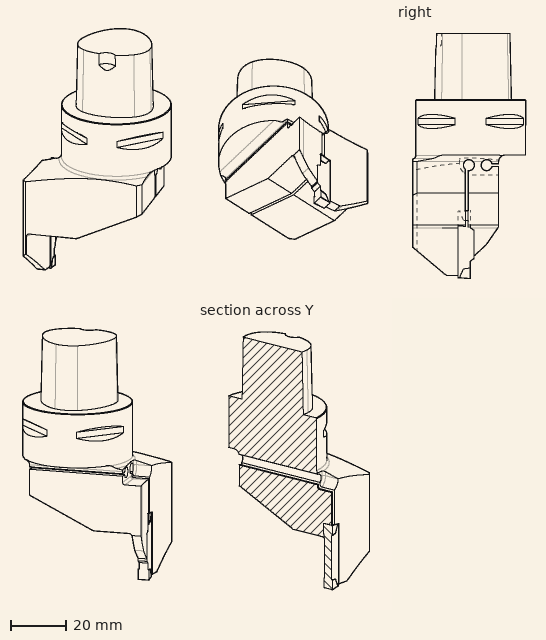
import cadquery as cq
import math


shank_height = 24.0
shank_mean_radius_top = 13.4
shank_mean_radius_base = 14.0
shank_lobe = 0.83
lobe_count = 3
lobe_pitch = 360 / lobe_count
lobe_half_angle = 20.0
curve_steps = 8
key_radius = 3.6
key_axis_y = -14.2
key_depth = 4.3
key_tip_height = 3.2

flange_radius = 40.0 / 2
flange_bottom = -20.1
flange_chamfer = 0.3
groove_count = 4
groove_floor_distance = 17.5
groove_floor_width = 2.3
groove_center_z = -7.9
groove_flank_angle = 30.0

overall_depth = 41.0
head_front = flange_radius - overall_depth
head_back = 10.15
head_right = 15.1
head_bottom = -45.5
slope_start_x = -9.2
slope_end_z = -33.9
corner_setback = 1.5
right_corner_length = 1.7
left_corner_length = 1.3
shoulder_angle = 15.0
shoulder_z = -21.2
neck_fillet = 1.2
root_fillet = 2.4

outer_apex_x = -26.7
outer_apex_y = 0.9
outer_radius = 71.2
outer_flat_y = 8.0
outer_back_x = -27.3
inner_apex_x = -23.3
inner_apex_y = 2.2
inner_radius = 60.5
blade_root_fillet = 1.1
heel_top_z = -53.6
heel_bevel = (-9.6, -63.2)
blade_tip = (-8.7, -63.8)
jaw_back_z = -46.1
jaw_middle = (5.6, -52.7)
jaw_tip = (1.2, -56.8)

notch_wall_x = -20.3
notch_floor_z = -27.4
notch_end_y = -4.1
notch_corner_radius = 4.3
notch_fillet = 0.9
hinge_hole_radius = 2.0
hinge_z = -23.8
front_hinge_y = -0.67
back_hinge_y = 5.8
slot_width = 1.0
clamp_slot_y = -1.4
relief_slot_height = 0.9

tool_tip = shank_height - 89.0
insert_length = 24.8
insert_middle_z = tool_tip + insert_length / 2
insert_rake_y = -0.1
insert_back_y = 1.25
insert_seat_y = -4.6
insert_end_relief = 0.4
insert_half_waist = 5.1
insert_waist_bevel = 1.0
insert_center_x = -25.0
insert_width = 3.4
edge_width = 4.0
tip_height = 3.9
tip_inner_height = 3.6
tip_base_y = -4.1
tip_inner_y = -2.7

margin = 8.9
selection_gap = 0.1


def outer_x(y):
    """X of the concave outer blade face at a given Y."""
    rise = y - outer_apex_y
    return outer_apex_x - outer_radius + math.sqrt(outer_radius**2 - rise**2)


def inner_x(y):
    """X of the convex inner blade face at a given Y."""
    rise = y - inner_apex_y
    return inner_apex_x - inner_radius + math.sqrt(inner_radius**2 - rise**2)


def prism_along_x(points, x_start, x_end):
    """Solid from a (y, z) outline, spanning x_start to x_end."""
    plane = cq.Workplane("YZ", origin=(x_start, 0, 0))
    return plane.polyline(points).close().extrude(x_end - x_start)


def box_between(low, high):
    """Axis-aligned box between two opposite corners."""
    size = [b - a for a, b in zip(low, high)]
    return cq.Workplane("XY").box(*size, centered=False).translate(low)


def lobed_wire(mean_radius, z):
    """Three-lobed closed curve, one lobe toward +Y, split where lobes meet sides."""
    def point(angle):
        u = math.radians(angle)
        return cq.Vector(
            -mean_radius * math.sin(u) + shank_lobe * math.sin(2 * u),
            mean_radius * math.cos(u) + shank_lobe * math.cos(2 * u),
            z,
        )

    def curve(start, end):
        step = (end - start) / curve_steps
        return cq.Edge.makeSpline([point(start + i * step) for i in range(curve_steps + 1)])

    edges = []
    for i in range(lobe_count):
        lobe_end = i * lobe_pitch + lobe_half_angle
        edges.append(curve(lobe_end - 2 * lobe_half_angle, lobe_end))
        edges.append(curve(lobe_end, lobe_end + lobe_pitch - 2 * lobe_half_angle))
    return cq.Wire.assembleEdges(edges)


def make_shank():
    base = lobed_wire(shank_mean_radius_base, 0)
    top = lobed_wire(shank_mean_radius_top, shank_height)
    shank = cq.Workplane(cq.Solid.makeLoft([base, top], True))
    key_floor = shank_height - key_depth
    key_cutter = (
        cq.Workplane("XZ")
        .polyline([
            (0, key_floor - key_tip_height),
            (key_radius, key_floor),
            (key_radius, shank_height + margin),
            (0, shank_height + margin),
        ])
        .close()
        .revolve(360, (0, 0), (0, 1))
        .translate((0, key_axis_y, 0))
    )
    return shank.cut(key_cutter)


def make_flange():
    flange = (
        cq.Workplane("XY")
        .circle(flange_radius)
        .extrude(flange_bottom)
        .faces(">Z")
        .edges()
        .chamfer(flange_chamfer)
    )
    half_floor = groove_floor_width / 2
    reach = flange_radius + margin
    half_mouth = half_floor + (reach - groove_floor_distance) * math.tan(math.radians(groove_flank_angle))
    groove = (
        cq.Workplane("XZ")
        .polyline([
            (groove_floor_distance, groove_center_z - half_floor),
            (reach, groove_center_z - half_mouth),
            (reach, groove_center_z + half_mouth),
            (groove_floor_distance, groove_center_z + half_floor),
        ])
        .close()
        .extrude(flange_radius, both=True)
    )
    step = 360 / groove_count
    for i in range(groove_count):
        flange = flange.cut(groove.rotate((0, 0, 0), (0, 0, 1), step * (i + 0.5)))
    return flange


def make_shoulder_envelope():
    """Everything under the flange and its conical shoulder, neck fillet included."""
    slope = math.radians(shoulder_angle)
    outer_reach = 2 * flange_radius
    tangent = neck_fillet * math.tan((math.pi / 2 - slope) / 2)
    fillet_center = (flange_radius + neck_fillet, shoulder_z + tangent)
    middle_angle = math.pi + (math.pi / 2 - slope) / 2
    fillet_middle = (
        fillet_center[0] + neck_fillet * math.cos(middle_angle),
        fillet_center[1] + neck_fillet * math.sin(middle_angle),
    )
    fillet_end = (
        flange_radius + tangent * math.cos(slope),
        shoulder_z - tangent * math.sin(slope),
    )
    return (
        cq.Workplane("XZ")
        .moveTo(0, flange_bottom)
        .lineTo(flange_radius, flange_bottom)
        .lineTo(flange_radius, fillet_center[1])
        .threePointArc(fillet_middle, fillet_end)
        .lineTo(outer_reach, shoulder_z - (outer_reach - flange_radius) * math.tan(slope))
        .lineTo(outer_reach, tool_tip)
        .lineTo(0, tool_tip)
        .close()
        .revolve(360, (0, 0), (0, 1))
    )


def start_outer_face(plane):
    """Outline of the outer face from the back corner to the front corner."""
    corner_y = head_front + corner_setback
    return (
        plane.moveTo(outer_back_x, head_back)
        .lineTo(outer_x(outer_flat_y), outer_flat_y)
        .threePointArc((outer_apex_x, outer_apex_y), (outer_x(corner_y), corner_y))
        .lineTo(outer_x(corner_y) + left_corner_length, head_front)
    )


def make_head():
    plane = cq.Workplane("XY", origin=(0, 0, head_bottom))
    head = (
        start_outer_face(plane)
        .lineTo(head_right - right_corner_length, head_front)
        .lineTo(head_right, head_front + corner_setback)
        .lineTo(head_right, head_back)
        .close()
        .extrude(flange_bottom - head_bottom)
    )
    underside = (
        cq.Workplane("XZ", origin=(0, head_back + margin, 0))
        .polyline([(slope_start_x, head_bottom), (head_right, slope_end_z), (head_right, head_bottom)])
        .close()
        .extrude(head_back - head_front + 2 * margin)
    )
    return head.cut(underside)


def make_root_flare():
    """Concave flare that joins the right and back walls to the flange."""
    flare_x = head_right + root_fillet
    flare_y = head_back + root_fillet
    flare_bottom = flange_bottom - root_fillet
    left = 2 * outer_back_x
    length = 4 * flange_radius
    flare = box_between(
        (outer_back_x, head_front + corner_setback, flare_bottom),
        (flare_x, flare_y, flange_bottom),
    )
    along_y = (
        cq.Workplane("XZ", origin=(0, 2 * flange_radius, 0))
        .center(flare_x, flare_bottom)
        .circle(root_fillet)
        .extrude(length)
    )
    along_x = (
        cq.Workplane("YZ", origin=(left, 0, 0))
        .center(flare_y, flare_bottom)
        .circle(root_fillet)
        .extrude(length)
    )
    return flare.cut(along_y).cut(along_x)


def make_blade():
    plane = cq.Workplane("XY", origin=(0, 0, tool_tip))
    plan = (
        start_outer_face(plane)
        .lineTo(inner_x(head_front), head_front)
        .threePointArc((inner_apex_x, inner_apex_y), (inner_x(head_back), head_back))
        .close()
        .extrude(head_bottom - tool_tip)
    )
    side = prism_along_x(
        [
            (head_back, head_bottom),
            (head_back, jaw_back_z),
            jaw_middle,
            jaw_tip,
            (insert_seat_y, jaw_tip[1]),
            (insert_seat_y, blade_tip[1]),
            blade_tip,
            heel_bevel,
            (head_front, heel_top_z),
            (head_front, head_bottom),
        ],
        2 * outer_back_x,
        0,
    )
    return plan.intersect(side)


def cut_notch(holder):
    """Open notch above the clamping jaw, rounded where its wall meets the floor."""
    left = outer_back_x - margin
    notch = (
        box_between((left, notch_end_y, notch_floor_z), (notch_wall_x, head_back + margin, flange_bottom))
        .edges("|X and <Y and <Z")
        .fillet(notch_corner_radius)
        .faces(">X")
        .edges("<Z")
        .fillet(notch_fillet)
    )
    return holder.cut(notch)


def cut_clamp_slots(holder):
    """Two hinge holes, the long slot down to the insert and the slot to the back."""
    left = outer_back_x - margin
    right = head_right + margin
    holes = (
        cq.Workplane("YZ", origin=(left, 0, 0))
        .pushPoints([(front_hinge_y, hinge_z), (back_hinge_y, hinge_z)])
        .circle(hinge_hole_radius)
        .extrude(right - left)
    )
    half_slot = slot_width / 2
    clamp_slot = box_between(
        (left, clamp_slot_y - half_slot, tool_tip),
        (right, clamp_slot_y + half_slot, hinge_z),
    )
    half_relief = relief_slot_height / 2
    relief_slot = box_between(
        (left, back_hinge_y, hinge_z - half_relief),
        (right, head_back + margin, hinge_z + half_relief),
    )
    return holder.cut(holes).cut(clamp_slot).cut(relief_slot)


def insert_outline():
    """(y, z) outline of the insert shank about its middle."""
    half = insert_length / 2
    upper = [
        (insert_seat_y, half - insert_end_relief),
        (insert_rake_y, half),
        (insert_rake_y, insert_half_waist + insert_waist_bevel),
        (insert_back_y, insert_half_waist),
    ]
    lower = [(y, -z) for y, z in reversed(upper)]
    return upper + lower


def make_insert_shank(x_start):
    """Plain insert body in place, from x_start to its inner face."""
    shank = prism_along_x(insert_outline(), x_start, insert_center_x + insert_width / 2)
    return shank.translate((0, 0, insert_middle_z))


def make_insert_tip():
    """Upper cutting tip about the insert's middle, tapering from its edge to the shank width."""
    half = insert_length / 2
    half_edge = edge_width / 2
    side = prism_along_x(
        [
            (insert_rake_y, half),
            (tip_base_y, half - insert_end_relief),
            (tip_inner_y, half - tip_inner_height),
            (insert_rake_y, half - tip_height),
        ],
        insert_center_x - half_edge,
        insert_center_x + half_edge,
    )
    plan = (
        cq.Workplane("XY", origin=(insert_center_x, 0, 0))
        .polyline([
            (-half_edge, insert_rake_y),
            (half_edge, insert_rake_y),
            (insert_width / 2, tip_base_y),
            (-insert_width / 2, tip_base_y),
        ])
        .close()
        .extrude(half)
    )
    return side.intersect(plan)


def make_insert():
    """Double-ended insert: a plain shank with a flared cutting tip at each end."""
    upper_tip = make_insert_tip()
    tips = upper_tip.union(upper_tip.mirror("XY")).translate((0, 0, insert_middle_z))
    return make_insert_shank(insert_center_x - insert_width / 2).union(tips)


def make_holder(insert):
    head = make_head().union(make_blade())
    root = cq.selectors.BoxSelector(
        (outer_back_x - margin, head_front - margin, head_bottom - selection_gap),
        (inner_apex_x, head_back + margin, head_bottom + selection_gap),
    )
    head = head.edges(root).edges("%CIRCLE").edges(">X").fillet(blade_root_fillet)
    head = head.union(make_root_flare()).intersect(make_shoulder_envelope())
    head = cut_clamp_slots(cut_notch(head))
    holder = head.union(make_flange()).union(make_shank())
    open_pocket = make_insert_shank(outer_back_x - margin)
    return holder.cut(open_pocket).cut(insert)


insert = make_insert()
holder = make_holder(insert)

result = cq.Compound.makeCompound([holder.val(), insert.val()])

————

BRIEF
Where the data above reaches the line holding "flange = flange.cut(groove.rotate((0, 0, 0), (0, 0, 1), step", begin printing, and stop after the line holding "slope = math.radians(shoulder_angle)". Each line must be reproduced exactly, with nothing else added.

THE ANSWER
        flange = flange.cut(groove.rotate((0, 0, 0), (0, 0, 1), step * (i + 0.5)))
    return flange


def make_shoulder_envelope():
    """Everything under the flange and its conical shoulder, neck fillet included."""
    slope = math.radians(shoulder_angle)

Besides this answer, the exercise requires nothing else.